- [What the task asks]
In the entries below, the word "under" appears on some lines. Copy each of those lines.

- [Recorded data]

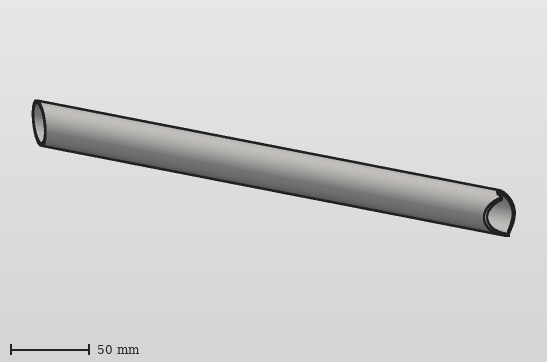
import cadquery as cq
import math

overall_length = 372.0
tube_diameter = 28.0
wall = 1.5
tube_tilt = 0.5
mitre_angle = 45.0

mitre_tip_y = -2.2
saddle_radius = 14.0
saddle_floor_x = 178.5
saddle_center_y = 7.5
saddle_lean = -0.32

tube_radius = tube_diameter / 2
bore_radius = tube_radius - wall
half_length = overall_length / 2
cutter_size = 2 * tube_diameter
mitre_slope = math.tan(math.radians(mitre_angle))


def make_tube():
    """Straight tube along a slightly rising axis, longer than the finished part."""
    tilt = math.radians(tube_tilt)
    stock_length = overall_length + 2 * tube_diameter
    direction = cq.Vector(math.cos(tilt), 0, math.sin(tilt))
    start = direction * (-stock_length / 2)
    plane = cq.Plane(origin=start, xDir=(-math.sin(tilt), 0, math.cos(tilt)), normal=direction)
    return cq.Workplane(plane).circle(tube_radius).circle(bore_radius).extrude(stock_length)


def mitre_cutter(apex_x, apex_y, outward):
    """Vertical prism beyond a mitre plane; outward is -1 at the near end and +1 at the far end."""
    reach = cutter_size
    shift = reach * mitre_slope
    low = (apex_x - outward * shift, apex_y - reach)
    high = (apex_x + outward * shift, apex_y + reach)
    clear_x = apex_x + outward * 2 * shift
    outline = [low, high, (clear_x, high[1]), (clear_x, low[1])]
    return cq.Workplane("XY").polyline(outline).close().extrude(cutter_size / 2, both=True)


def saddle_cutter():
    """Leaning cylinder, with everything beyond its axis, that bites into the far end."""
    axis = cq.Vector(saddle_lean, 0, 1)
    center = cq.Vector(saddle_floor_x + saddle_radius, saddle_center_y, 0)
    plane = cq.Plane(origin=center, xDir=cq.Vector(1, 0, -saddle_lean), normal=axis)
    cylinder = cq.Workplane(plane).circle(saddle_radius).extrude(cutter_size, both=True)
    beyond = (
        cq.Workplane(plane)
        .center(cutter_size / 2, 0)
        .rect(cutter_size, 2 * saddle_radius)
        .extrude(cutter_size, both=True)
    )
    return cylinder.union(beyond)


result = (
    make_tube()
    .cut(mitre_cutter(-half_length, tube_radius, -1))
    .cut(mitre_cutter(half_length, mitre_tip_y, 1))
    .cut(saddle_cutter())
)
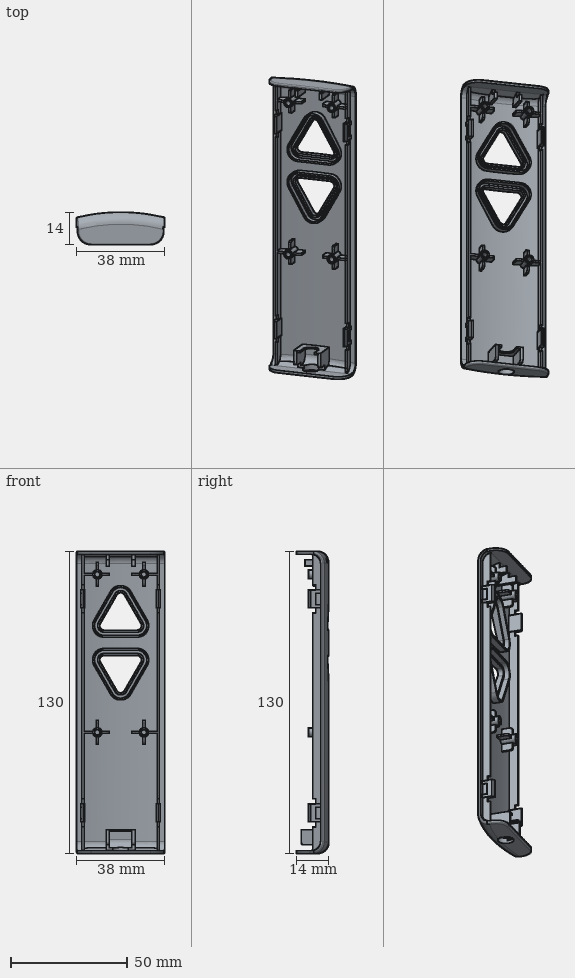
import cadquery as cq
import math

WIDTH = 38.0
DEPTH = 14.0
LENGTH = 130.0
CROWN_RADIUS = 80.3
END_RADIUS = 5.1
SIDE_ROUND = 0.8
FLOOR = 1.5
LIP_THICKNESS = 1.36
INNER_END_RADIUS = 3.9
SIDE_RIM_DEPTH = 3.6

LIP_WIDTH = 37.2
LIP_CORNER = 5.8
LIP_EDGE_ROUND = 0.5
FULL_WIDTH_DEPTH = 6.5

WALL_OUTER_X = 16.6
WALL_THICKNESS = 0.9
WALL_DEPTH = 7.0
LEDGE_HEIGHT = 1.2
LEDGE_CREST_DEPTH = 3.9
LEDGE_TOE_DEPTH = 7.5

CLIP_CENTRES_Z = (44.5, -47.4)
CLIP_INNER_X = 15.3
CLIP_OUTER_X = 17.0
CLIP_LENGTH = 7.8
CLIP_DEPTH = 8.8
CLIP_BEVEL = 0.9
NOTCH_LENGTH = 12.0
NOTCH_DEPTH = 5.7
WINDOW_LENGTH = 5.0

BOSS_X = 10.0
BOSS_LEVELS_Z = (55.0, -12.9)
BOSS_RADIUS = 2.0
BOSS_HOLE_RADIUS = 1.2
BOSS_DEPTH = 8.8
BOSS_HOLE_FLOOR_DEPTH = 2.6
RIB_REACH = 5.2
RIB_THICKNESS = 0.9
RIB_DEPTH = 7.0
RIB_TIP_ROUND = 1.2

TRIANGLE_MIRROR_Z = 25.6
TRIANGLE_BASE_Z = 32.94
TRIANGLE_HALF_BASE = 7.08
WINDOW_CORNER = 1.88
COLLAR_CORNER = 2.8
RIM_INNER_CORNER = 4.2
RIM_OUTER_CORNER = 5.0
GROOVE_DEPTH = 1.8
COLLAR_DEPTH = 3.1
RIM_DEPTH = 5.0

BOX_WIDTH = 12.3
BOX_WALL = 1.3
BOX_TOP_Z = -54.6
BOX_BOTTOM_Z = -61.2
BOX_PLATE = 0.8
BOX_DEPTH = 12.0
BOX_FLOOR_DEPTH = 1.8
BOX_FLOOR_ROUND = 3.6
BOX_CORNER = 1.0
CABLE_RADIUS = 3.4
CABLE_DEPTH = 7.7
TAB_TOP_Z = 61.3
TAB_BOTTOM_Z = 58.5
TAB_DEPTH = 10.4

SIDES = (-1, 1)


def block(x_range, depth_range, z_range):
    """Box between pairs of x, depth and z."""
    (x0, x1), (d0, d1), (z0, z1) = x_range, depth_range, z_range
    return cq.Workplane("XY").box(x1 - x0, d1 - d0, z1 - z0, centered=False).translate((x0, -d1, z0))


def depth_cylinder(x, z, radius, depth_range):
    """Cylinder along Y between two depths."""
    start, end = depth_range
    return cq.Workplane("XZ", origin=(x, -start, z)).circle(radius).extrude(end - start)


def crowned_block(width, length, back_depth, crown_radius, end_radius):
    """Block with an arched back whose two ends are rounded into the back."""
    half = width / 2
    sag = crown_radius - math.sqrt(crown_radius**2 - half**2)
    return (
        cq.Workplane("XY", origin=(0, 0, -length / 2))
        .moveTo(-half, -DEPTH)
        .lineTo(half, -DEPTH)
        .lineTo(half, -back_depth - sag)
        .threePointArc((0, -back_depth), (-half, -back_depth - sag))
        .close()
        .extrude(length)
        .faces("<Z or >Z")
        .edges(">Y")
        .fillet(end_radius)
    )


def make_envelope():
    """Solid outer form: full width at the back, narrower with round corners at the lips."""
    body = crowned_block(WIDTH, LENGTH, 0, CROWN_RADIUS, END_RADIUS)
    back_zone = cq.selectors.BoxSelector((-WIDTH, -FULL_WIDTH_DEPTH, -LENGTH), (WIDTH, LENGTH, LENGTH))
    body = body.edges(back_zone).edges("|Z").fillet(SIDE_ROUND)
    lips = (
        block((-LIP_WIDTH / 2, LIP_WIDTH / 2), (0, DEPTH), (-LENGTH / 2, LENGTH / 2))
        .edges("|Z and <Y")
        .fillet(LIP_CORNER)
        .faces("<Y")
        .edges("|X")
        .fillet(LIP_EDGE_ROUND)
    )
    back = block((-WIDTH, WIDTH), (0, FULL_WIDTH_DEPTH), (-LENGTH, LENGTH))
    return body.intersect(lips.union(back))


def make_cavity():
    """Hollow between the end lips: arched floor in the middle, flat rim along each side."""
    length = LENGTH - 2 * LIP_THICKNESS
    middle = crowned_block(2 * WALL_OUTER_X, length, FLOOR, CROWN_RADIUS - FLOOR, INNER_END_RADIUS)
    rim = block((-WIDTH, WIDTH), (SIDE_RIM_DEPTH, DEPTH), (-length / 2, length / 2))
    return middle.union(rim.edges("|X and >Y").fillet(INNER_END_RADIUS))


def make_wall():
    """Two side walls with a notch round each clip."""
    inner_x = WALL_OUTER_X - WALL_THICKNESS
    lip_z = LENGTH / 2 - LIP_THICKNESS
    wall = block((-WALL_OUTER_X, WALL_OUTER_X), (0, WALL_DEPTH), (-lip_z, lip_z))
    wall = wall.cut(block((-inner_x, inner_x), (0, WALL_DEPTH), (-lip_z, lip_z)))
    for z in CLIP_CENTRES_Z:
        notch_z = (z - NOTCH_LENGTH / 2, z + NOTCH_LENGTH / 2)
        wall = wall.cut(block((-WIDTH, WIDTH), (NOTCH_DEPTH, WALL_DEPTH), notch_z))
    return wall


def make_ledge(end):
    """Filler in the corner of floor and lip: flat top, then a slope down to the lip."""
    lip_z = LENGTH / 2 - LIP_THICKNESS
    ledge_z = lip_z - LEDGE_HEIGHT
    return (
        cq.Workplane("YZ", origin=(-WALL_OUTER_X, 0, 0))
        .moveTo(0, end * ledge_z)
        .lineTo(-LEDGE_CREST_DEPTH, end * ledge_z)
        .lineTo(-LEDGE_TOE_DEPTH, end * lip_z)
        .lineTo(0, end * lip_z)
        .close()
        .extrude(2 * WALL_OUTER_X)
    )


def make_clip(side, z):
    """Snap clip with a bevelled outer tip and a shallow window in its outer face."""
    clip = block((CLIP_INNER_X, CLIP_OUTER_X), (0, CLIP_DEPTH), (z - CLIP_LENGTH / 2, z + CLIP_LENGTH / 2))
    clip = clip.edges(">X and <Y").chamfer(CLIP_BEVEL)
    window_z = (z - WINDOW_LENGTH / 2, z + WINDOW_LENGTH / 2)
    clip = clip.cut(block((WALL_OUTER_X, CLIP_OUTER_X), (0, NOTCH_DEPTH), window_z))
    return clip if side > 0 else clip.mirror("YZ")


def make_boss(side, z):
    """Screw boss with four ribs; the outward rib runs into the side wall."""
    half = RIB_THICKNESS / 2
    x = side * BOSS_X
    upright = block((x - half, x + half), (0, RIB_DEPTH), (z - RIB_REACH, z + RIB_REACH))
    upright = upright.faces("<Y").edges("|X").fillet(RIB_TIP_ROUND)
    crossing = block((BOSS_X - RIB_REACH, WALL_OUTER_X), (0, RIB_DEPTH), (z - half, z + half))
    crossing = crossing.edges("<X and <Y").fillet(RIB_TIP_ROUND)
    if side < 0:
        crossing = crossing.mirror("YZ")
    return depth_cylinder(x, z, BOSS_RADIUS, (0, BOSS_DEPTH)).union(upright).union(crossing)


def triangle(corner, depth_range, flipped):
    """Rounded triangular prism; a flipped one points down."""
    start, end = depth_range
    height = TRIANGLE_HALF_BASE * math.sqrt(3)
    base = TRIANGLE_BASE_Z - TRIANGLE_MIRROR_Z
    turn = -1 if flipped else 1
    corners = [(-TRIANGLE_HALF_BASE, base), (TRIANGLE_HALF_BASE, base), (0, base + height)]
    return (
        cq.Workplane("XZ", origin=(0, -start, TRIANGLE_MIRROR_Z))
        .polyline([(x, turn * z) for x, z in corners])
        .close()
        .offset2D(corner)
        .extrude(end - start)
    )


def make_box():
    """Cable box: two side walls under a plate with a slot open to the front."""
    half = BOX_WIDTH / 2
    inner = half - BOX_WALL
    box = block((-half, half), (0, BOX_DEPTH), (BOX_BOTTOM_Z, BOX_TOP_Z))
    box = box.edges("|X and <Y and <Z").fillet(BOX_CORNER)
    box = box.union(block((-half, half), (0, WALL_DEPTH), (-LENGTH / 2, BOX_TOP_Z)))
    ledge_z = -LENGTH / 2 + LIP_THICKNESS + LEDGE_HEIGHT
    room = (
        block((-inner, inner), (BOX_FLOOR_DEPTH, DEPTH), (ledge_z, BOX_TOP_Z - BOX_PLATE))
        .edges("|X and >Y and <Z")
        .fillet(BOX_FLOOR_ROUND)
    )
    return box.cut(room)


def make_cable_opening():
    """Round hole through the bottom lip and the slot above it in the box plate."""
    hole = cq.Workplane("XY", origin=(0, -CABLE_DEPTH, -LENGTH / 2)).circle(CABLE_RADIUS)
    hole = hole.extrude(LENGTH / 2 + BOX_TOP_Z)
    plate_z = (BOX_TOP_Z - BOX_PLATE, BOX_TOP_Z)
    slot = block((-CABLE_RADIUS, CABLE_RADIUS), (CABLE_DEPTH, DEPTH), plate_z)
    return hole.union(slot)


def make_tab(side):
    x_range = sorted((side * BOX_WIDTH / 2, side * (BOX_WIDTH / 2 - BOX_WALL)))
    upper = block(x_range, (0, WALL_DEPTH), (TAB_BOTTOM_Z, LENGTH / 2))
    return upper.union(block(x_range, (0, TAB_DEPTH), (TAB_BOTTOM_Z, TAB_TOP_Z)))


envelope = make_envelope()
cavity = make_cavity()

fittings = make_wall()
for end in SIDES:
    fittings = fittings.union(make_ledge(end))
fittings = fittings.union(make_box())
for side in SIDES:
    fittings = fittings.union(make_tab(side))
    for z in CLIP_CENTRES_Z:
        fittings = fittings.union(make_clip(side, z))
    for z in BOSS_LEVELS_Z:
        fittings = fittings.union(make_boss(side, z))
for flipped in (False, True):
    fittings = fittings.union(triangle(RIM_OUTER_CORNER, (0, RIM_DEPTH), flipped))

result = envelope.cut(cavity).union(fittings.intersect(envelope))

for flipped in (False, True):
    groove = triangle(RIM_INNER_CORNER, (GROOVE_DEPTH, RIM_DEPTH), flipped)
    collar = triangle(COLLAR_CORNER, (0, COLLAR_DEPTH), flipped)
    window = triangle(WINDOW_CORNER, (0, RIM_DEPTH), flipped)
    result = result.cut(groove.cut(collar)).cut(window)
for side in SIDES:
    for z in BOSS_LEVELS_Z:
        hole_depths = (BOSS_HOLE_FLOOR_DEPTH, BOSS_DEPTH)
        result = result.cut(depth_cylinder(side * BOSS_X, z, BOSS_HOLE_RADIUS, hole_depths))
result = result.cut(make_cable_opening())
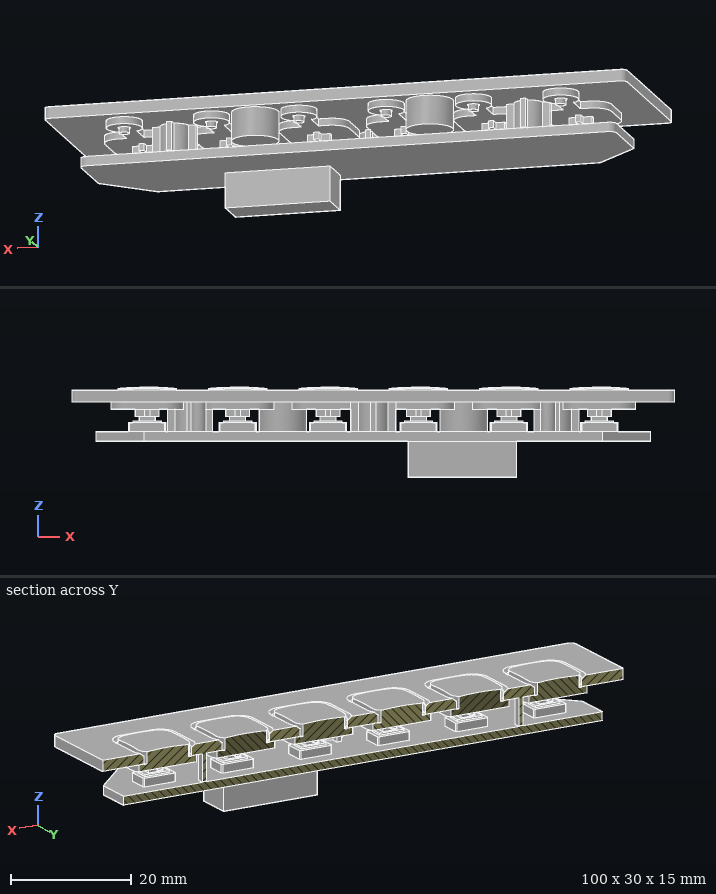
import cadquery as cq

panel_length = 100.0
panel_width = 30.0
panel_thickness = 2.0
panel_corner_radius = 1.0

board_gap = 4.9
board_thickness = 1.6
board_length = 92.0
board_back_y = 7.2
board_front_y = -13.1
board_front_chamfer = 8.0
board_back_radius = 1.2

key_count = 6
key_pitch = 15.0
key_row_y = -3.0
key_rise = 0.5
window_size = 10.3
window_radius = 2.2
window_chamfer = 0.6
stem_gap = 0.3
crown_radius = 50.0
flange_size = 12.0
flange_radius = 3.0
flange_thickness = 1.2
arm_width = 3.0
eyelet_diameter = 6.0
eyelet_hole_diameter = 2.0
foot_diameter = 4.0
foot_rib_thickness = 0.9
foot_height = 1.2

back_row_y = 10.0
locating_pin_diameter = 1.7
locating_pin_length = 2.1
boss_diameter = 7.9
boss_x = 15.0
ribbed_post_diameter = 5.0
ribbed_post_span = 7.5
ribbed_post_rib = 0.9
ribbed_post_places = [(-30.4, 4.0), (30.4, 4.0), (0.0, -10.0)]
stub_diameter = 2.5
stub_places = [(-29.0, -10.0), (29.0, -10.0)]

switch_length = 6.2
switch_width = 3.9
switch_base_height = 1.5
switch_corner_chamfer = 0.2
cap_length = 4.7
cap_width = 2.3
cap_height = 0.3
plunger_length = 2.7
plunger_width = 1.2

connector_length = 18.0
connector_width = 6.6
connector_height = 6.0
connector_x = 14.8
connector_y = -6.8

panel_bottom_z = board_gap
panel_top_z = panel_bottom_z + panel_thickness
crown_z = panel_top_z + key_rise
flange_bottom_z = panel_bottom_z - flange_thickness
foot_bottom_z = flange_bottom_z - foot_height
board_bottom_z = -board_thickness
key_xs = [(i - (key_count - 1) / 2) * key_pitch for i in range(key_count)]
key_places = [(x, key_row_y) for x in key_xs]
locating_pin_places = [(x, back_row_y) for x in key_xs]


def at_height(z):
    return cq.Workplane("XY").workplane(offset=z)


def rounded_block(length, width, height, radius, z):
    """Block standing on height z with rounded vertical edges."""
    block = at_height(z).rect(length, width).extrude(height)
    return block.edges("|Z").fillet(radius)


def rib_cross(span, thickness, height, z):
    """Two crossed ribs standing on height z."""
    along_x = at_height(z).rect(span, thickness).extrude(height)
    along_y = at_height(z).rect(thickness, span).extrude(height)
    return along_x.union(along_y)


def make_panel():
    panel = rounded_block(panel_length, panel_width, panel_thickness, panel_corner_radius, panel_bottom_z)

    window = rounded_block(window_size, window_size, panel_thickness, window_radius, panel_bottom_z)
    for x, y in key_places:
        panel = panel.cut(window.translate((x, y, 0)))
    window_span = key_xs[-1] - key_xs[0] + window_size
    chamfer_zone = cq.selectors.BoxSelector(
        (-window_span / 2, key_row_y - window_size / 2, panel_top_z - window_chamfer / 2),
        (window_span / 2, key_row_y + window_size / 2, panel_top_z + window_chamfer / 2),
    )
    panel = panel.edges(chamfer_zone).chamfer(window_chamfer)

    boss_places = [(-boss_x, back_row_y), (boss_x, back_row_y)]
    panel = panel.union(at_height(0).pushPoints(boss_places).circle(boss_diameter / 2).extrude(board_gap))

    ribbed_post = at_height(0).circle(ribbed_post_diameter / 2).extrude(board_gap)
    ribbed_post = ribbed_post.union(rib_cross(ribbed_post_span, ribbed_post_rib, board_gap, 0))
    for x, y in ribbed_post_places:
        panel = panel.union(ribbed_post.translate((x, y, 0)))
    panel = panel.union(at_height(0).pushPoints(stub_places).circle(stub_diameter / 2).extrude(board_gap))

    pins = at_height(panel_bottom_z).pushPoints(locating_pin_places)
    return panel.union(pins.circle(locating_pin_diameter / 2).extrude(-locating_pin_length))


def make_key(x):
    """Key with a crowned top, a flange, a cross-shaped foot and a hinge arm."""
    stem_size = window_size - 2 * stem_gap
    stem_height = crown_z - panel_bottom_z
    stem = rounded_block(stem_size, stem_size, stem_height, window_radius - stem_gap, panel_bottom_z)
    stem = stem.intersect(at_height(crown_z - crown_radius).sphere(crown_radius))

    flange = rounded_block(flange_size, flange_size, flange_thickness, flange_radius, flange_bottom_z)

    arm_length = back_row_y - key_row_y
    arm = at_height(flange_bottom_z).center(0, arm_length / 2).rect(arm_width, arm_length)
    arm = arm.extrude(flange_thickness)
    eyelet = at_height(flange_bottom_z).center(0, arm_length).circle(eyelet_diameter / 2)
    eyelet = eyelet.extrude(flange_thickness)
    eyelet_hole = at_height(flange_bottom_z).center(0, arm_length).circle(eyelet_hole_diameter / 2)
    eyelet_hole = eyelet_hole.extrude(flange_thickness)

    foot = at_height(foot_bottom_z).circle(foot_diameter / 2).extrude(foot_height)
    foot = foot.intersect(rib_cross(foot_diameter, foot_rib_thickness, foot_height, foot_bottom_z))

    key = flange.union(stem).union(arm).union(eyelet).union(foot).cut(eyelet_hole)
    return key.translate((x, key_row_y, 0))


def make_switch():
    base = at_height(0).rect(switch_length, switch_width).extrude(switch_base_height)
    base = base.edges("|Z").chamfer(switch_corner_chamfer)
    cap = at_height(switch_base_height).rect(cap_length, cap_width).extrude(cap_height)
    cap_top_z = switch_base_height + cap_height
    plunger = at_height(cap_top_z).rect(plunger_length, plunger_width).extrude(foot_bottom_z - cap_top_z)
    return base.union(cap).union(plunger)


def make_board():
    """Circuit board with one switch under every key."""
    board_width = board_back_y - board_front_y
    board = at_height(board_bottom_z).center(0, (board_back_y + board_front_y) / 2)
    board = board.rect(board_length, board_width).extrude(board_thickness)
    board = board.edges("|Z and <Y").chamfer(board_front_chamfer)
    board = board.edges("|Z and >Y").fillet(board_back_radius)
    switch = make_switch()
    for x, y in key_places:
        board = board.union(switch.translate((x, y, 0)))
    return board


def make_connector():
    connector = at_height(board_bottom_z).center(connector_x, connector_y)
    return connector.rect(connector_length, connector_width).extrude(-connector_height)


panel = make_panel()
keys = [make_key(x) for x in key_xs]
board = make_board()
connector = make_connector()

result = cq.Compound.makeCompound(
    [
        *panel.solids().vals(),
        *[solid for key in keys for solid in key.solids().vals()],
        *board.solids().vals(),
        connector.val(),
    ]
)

- [Task output]
    """Cable box: two side walls under a plate with a slot open to the front."""
    """Circuit board with one switch under every key."""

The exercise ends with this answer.